*REQUIRED WORK*.
For the word "those", find each line in the entries where it occurs and copy that line.

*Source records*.
%%
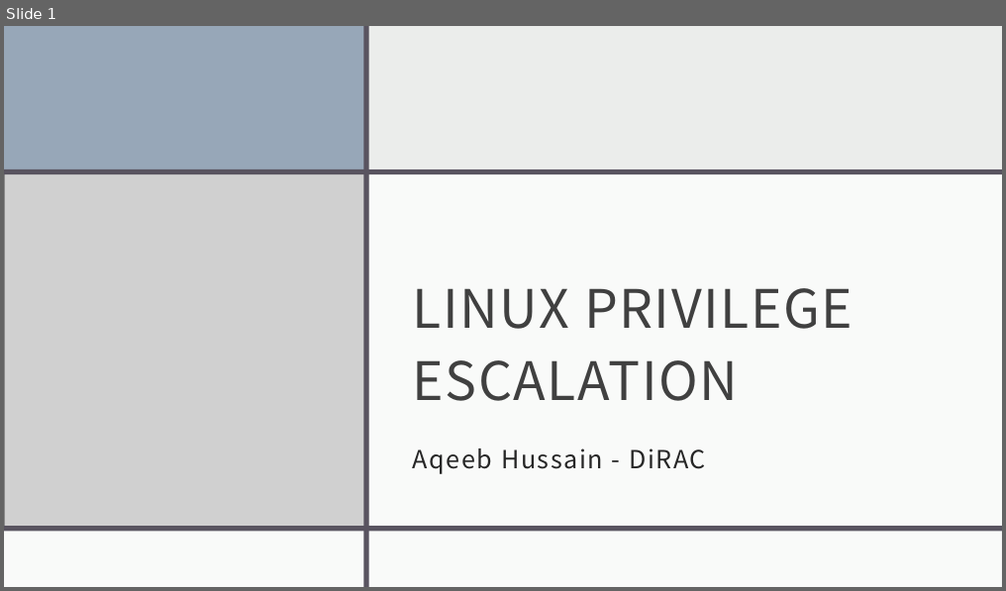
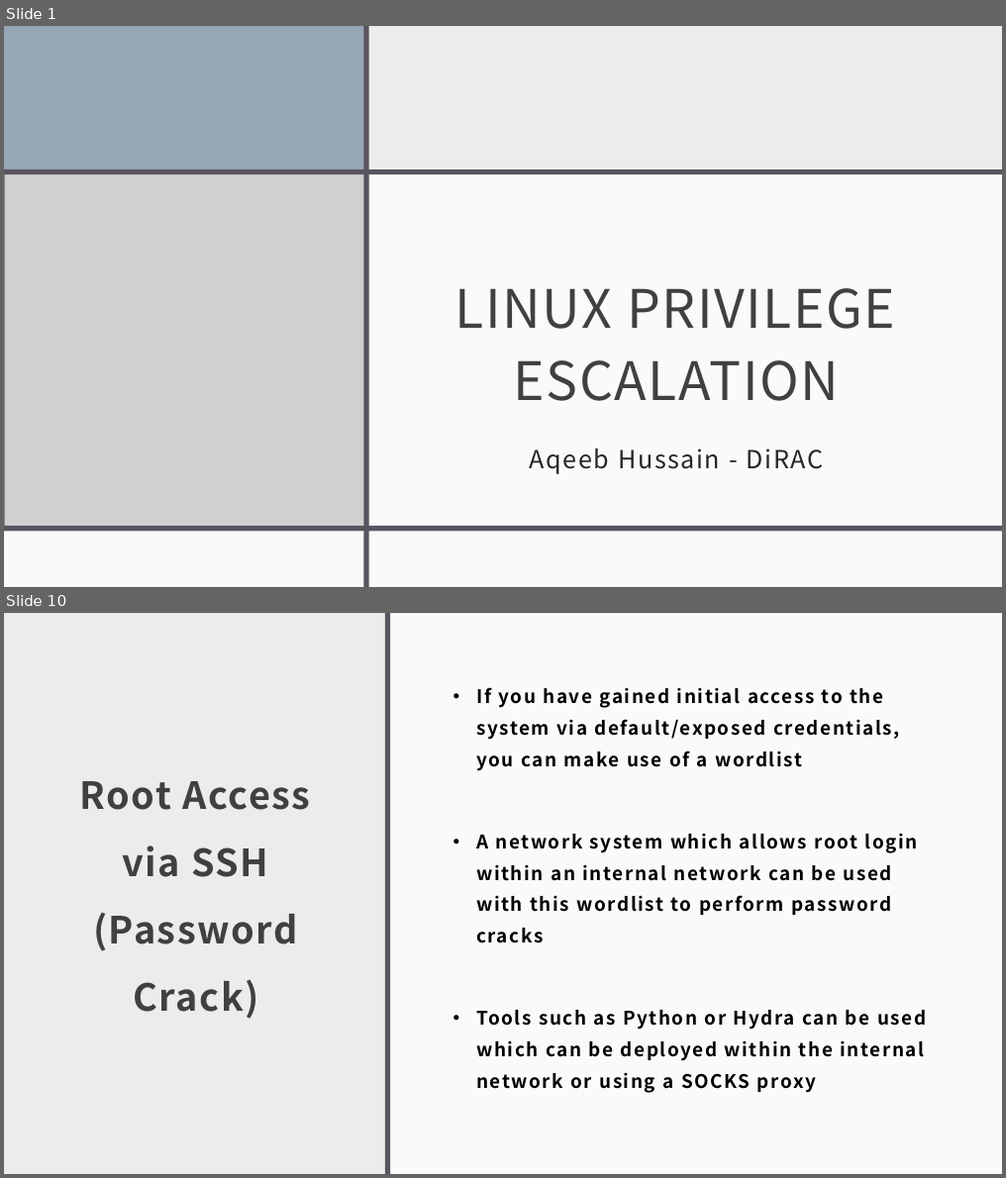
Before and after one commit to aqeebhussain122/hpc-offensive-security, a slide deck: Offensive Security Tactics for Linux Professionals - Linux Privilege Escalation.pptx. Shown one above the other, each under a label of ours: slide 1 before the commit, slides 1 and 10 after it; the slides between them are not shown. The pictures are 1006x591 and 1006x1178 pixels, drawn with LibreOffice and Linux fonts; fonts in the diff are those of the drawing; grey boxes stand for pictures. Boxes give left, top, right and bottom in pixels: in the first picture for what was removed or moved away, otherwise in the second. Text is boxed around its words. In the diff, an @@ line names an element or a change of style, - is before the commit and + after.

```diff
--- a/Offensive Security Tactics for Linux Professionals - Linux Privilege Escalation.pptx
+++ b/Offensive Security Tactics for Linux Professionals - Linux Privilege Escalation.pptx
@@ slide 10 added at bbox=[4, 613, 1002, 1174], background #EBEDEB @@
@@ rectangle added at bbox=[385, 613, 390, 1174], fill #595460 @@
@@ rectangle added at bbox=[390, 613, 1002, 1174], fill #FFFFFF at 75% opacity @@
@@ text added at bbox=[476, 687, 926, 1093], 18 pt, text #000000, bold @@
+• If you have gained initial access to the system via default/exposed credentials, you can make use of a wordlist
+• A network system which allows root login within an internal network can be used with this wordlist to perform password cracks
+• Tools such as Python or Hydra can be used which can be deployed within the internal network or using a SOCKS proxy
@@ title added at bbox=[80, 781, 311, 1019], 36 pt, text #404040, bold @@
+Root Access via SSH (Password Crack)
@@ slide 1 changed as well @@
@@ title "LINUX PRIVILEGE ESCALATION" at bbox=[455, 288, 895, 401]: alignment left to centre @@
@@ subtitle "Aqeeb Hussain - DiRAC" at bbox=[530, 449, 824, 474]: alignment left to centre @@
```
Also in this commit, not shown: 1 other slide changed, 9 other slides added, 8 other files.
%%
%%
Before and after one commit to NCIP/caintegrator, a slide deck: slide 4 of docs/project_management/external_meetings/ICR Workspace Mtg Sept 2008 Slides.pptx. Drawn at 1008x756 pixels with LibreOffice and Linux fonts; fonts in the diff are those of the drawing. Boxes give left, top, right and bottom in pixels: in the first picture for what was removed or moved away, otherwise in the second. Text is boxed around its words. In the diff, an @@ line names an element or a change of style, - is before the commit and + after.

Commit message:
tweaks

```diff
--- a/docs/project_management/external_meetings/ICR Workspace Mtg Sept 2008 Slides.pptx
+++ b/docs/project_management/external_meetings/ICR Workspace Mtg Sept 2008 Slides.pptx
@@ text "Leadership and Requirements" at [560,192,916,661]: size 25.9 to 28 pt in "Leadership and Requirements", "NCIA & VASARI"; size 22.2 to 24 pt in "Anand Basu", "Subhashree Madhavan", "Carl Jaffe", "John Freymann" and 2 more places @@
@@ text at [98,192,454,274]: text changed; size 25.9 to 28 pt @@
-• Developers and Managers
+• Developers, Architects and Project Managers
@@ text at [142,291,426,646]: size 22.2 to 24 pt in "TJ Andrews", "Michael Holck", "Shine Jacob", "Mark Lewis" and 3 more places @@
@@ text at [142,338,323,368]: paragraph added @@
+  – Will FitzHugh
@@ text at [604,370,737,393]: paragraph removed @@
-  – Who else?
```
%%
*WRITTEN ANSWER*.
Before and after one commit to aqeebhussain122/hpc-offensive-security, a slide deck: Offensive Security Tactics for Linux Professionals - Linux Privilege Escalation.pptx. Shown one above the other, each under a label of ours: slide 1 before the commit, slides 1 and 10 after it; the slides between them are not shown. The pictures are 1006x591 and 1006x1178 pixels, drawn with LibreOffice and Linux fonts; fonts in the diff are those of the drawing; grey boxes stand for pictures. Boxes give left, top, right and bottom in pixels: in the first picture for what was removed or moved away, otherwise in the second. Text is boxed around its words. In the diff, an @@ line names an element or a change of style, - is before the commit and + after.
Before and after one commit to NCIP/caintegrator, a slide deck: slide 4 of docs/project_management/external_meetings/ICR Workspace Mtg Sept 2008 Slides.pptx. Drawn at 1008x756 pixels with LibreOffice and Linux fonts; fonts in the diff are those of the drawing. Boxes give left, top, right and bottom in pixels: in the first picture for what was removed or moved away, otherwise in the second. Text is boxed around its words. In the diff, an @@ line names an element or a change of style, - is before the commit and + after.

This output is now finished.